INFORMATION SUPPLIED.
■ ■ ■ ■ ■ ■ ■

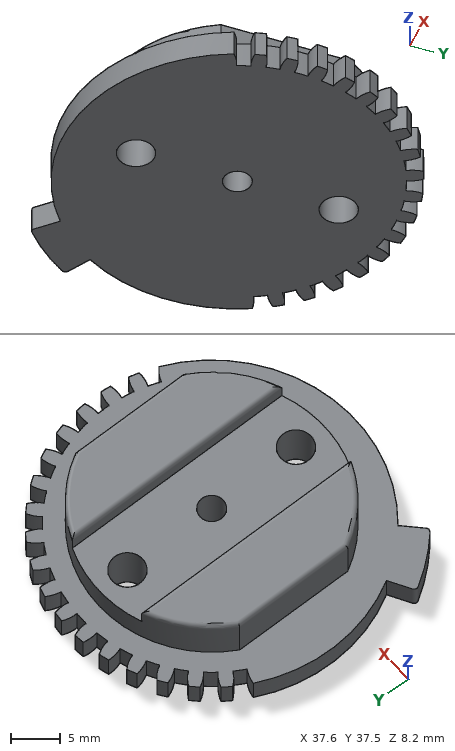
import cadquery as cq
import math

disc_radius = 18.75
disc_height = 3.0

root_radius = 17.02
flank_mid_radius = 17.9
tooth_pitch = 10
first_gap_angle = -20
last_gap_angle = 150
gap_half_width_root = 0.7
gap_half_width_mid = 0.8
gap_half_width_tip = 1.05

tab_radius = 22.0
tab_start_angle = 210
tab_end_angle_rim = 229.7
tab_end_angle_tip = 228.9
tab_corner_radius = 0.45

boss_radius = 14.75
boss_width = 25.85
slot_width = 10.9
slot_floor = 6.2
total_height = 8.2
edge_radius = 0.5

center_hole_diameter = 3.0
side_hole_diameter = 3.95
side_hole_offset = 11.0


def polar(radius, angle):
    """Point at the given radius and angle in degrees."""
    return (radius * math.cos(math.radians(angle)), radius * math.sin(math.radians(angle)))


def on_circle(radius, offset):
    """Point on a circle about the origin, at the given Y offset on its +X side."""
    return (math.sqrt(radius**2 - offset**2), offset)


def tab():
    """Stop tab with rounded outer corners, rooted inside the disc."""
    tab_middle_angle = (tab_start_angle + tab_end_angle_tip) / 2
    outer_face = cq.selectors.NearestToPointSelector((*polar(tab_radius, tab_middle_angle), disc_height / 2))
    return (
        cq.Workplane("XY")
        .moveTo(*polar(boss_radius, tab_start_angle))
        .lineTo(*polar(tab_radius, tab_start_angle))
        .threePointArc(polar(tab_radius, tab_middle_angle), polar(tab_radius, tab_end_angle_tip))
        .lineTo(*polar(disc_radius, tab_end_angle_rim))
        .lineTo(*polar(boss_radius, tab_end_angle_rim))
        .close()
        .extrude(disc_height)
        .faces(outer_face)
        .edges("|Z")
        .fillet(tab_corner_radius)
    )


def tooth_gap():
    """Cutter for one gap between teeth, centred on +X, with curved flanks."""
    root_x, root_y = on_circle(root_radius, gap_half_width_root)
    mid_x, mid_y = on_circle(flank_mid_radius, gap_half_width_mid)
    tip_x, tip_y = on_circle(disc_radius, gap_half_width_tip)
    return (
        cq.Workplane("XY")
        .moveTo(root_x, -root_y)
        .threePointArc((root_radius, 0), (root_x, root_y))
        .threePointArc((mid_x, mid_y), (tip_x, tip_y))
        .lineTo(tab_radius, tip_y)
        .lineTo(tab_radius, -tip_y)
        .lineTo(tip_x, -tip_y)
        .threePointArc((mid_x, -mid_y), (root_x, -root_y))
        .close()
        .extrude(disc_height)
    )


def boss():
    """Flat-sided boss carrying two round-edged pads either side of the slot."""
    boss_height = total_height - disc_height
    pad_height = total_height - slot_floor
    body = cq.Workplane("XY", origin=(0, 0, disc_height)).circle(boss_radius).extrude(boss_height)
    flats = cq.Workplane("XY").box(boss_width, 2 * boss_radius, total_height, centered=(True, True, False))
    slot = cq.Workplane("XY", origin=(0, 0, slot_floor)).box(
        slot_width, 2 * boss_radius, pad_height, centered=(True, True, False)
    )
    return body.intersect(flats).cut(slot).faces(">Z").edges().fillet(edge_radius)


def holes():
    """Cutters for the centre hole and the two side holes along Y."""
    side_hole_places = [(0, -side_hole_offset), (0, side_hole_offset)]
    center_hole = cq.Workplane("XY").circle(center_hole_diameter / 2).extrude(total_height)
    side_holes = (
        cq.Workplane("XY").pushPoints(side_hole_places).circle(side_hole_diameter / 2).extrude(total_height)
    )
    return center_hole.union(side_holes)


base = cq.Workplane("XY").circle(disc_radius).extrude(disc_height)
gap = tooth_gap()
for gap_angle in range(first_gap_angle, last_gap_angle + tooth_pitch, tooth_pitch):
    base = base.cut(gap.rotate((0, 0, 0), (0, 0, 1), gap_angle))

result = base.union(tab()).union(boss()).cut(holes())
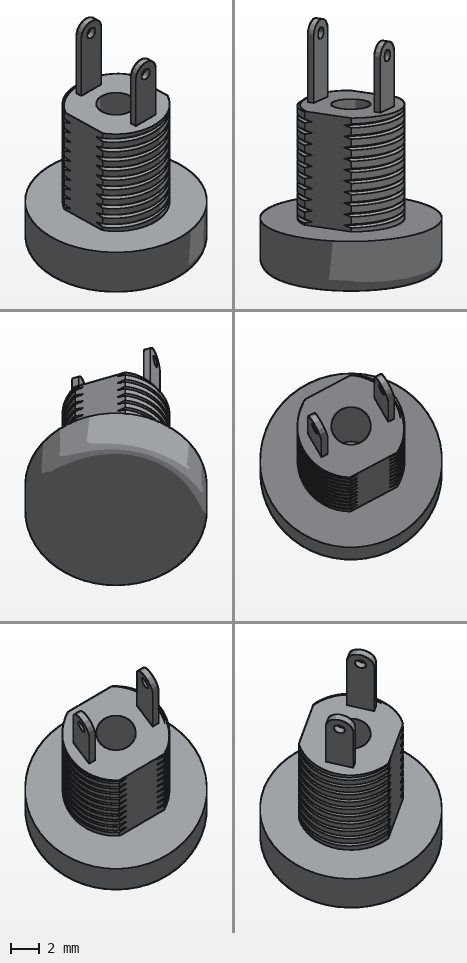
import cadquery as cq
import math

flange_diameter = 12.65
flange_height = 3.81
flange_rim_radius = 1.0

shank_diameter = 7.48
shank_height = 8.19
width_across_flats = 6.48
bore_diameter = 2.75
bore_depth = shank_height

thread_pitch = 0.8
thread_depth = 0.25
thread_opening = 0.28
thread_start_angle = 180

tall_tab_top = 17.8
short_tab_top = 16.87
tab_width = 2.0
tab_thickness = 0.5
tab_offset = 2.65
tab_hole_diameter = 0.8

cut_clearance = 0.04

shank_radius = shank_diameter / 2
shank_top = flange_height + shank_height


def make_flange():
    disc = cq.Workplane("XY").circle(flange_diameter / 2).extrude(flange_height)
    return disc.faces("<Z").edges().fillet(flange_rim_radius)


def make_groove(start_angle, turns):
    """Stretch of the V groove that begins at start_angle, in degrees, and climbs from there."""
    flank_slope = thread_opening / 2 / thread_depth
    outer_half_height = flank_slope * (thread_depth + cut_clearance)
    root_radius = shank_radius - thread_depth
    outer_radius = shank_radius + cut_clearance
    helix = cq.Wire.makeHelix(thread_pitch, turns * thread_pitch, shank_radius)
    groove = (
        cq.Workplane("XZ")
        .polyline([
            (root_radius, 0),
            (outer_radius, outer_half_height),
            (outer_radius, -outer_half_height),
        ])
        .close()
        .sweep(cq.Workplane(obj=helix), isFrenet=True)
    )
    start_height = flange_height + thread_opening / 2
    climb = (start_angle - thread_start_angle) / 360 * thread_pitch
    return groove.rotate((0, 0, 0), (0, 0, 1), start_angle).translate((0, 0, start_height + climb))


def make_shank():
    base = cq.Workplane("XY", origin=(0, 0, flange_height))
    cylinder = base.circle(shank_radius).extrude(shank_height)
    slab = base.rect(shank_diameter, width_across_flats).extrude(shank_height)
    shank = cylinder.intersect(slab)

    shank = shank.cut(make_groove(thread_start_angle, 0.25))
    flat_angle = thread_start_angle + 90
    half_turns = math.floor(2 * shank_height / thread_pitch)
    for index in range(half_turns):
        shank = shank.cut(make_groove(flat_angle + 180 * index, 0.5))
    return shank


def make_tab(x_center, top):
    """Upright plate standing on the shank, with its wire hole centred on the round top."""
    arc_radius = tab_width / 2
    arc_center_height = top - arc_radius
    side = cq.Workplane("YZ", origin=(x_center - tab_thickness / 2, 0, 0))
    plate = (
        side.moveTo(-arc_radius, shank_top)
        .lineTo(-arc_radius, arc_center_height)
        .threePointArc((0, top), (arc_radius, arc_center_height))
        .lineTo(arc_radius, shank_top)
        .close()
        .extrude(tab_thickness)
    )
    hole = side.center(0, arc_center_height).circle(tab_hole_diameter / 2).extrude(tab_thickness)
    return plate.cut(hole)


bore = (
    cq.Workplane("XY", origin=(0, 0, shank_top))
    .circle(bore_diameter / 2)
    .extrude(-bore_depth)
)

body = make_flange().union(make_shank()).cut(bore)
result = body.union(make_tab(-tab_offset, tall_tab_top)).union(make_tab(tab_offset, short_tab_top))

■ ■ ■ ■ ■ ■ ■

EXERCISE PROMPT.
Restate each of the entries above word for word and skip every image.

TASK OUTPUT.
import cadquery as cq
import math

disc_radius = 18.75
disc_height = 3.0

root_radius = 17.02
flank_mid_radius = 17.9
tooth_pitch = 10
first_gap_angle = -20
last_gap_angle = 150
gap_half_width_root = 0.7
gap_half_width_mid = 0.8
gap_half_width_tip = 1.05

tab_radius = 22.0
tab_start_angle = 210
tab_end_angle_rim = 229.7
tab_end_angle_tip = 228.9
tab_corner_radius = 0.45

boss_radius = 14.75
boss_width = 25.85
slot_width = 10.9
slot_floor = 6.2
total_height = 8.2
edge_radius = 0.5

center_hole_diameter = 3.0
side_hole_diameter = 3.95
side_hole_offset = 11.0


def polar(radius, angle):
    """Point at the given radius and angle in degrees."""
    return (radius * math.cos(math.radians(angle)), radius * math.sin(math.radians(angle)))


def on_circle(radius, offset):
    """Point on a circle about the origin, at the given Y offset on its +X side."""
    return (math.sqrt(radius**2 - offset**2), offset)


def tab():
    """Stop tab with rounded outer corners, rooted inside the disc."""
    tab_middle_angle = (tab_start_angle + tab_end_angle_tip) / 2
    outer_face = cq.selectors.NearestToPointSelector((*polar(tab_radius, tab_middle_angle), disc_height / 2))
    return (
        cq.Workplane("XY")
        .moveTo(*polar(boss_radius, tab_start_angle))
        .lineTo(*polar(tab_radius, tab_start_angle))
        .threePointArc(polar(tab_radius, tab_middle_angle), polar(tab_radius, tab_end_angle_tip))
        .lineTo(*polar(disc_radius, tab_end_angle_rim))
        .lineTo(*polar(boss_radius, tab_end_angle_rim))
        .close()
        .extrude(disc_height)
        .faces(outer_face)
        .edges("|Z")
        .fillet(tab_corner_radius)
    )


def tooth_gap():
    """Cutter for one gap between teeth, centred on +X, with curved flanks."""
    root_x, root_y = on_circle(root_radius, gap_half_width_root)
    mid_x, mid_y = on_circle(flank_mid_radius, gap_half_width_mid)
    tip_x, tip_y = on_circle(disc_radius, gap_half_width_tip)
    return (
        cq.Workplane("XY")
        .moveTo(root_x, -root_y)
        .threePointArc((root_radius, 0), (root_x, root_y))
        .threePointArc((mid_x, mid_y), (tip_x, tip_y))
        .lineTo(tab_radius, tip_y)
        .lineTo(tab_radius, -tip_y)
        .lineTo(tip_x, -tip_y)
        .threePointArc((mid_x, -mid_y), (root_x, -root_y))
        .close()
        .extrude(disc_height)
    )


def boss():
    """Flat-sided boss carrying two round-edged pads either side of the slot."""
    boss_height = total_height - disc_height
    pad_height = total_height - slot_floor
    body = cq.Workplane("XY", origin=(0, 0, disc_height)).circle(boss_radius).extrude(boss_height)
    flats = cq.Workplane("XY").box(boss_width, 2 * boss_radius, total_height, centered=(True, True, False))
    slot = cq.Workplane("XY", origin=(0, 0, slot_floor)).box(
        slot_width, 2 * boss_radius, pad_height, centered=(True, True, False)
    )
    return body.intersect(flats).cut(slot).faces(">Z").edges().fillet(edge_radius)


def holes():
    """Cutters for the centre hole and the two side holes along Y."""
    side_hole_places = [(0, -side_hole_offset), (0, side_hole_offset)]
    center_hole = cq.Workplane("XY").circle(center_hole_diameter / 2).extrude(total_height)
    side_holes = (
        cq.Workplane("XY").pushPoints(side_hole_places).circle(side_hole_diameter / 2).extrude(total_height)
    )
    return center_hole.union(side_holes)


base = cq.Workplane("XY").circle(disc_radius).extrude(disc_height)
gap = tooth_gap()
for gap_angle in range(first_gap_angle, last_gap_angle + tooth_pitch, tooth_pitch):
    base = base.cut(gap.rotate((0, 0, 0), (0, 0, 1), gap_angle))

result = base.union(tab()).union(boss()).cut(holes())
import cadquery as cq
import math

flange_diameter = 12.65
flange_height = 3.81
flange_rim_radius = 1.0

shank_diameter = 7.48
shank_height = 8.19
width_across_flats = 6.48
bore_diameter = 2.75
bore_depth = shank_height

thread_pitch = 0.8
thread_depth = 0.25
thread_opening = 0.28
thread_start_angle = 180

tall_tab_top = 17.8
short_tab_top = 16.87
tab_width = 2.0
tab_thickness = 0.5
tab_offset = 2.65
tab_hole_diameter = 0.8

cut_clearance = 0.04

shank_radius = shank_diameter / 2
shank_top = flange_height + shank_height


def make_flange():
    disc = cq.Workplane("XY").circle(flange_diameter / 2).extrude(flange_height)
    return disc.faces("<Z").edges().fillet(flange_rim_radius)


def make_groove(start_angle, turns):
    """Stretch of the V groove that begins at start_angle, in degrees, and climbs from there."""
    flank_slope = thread_opening / 2 / thread_depth
    outer_half_height = flank_slope * (thread_depth + cut_clearance)
    root_radius = shank_radius - thread_depth
    outer_radius = shank_radius + cut_clearance
    helix = cq.Wire.makeHelix(thread_pitch, turns * thread_pitch, shank_radius)
    groove = (
        cq.Workplane("XZ")
        .polyline([
            (root_radius, 0),
            (outer_radius, outer_half_height),
            (outer_radius, -outer_half_height),
        ])
        .close()
        .sweep(cq.Workplane(obj=helix), isFrenet=True)
    )
    start_height = flange_height + thread_opening / 2
    climb = (start_angle - thread_start_angle) / 360 * thread_pitch
    return groove.rotate((0, 0, 0), (0, 0, 1), start_angle).translate((0, 0, start_height + climb))


def make_shank():
    base = cq.Workplane("XY", origin=(0, 0, flange_height))
    cylinder = base.circle(shank_radius).extrude(shank_height)
    slab = base.rect(shank_diameter, width_across_flats).extrude(shank_height)
    shank = cylinder.intersect(slab)

    shank = shank.cut(make_groove(thread_start_angle, 0.25))
    flat_angle = thread_start_angle + 90
    half_turns = math.floor(2 * shank_height / thread_pitch)
    for index in range(half_turns):
        shank = shank.cut(make_groove(flat_angle + 180 * index, 0.5))
    return shank


def make_tab(x_center, top):
    """Upright plate standing on the shank, with its wire hole centred on the round top."""
    arc_radius = tab_width / 2
    arc_center_height = top - arc_radius
    side = cq.Workplane("YZ", origin=(x_center - tab_thickness / 2, 0, 0))
    plate = (
        side.moveTo(-arc_radius, shank_top)
        .lineTo(-arc_radius, arc_center_height)
        .threePointArc((0, top), (arc_radius, arc_center_height))
        .lineTo(arc_radius, shank_top)
        .close()
        .extrude(tab_thickness)
    )
    hole = side.center(0, arc_center_height).circle(tab_hole_diameter / 2).extrude(tab_thickness)
    return plate.cut(hole)


bore = (
    cq.Workplane("XY", origin=(0, 0, shank_top))
    .circle(bore_diameter / 2)
    .extrude(-bore_depth)
)

body = make_flange().union(make_shank()).cut(bore)
result = body.union(make_tab(-tab_offset, tall_tab_top)).union(make_tab(tab_offset, short_tab_top))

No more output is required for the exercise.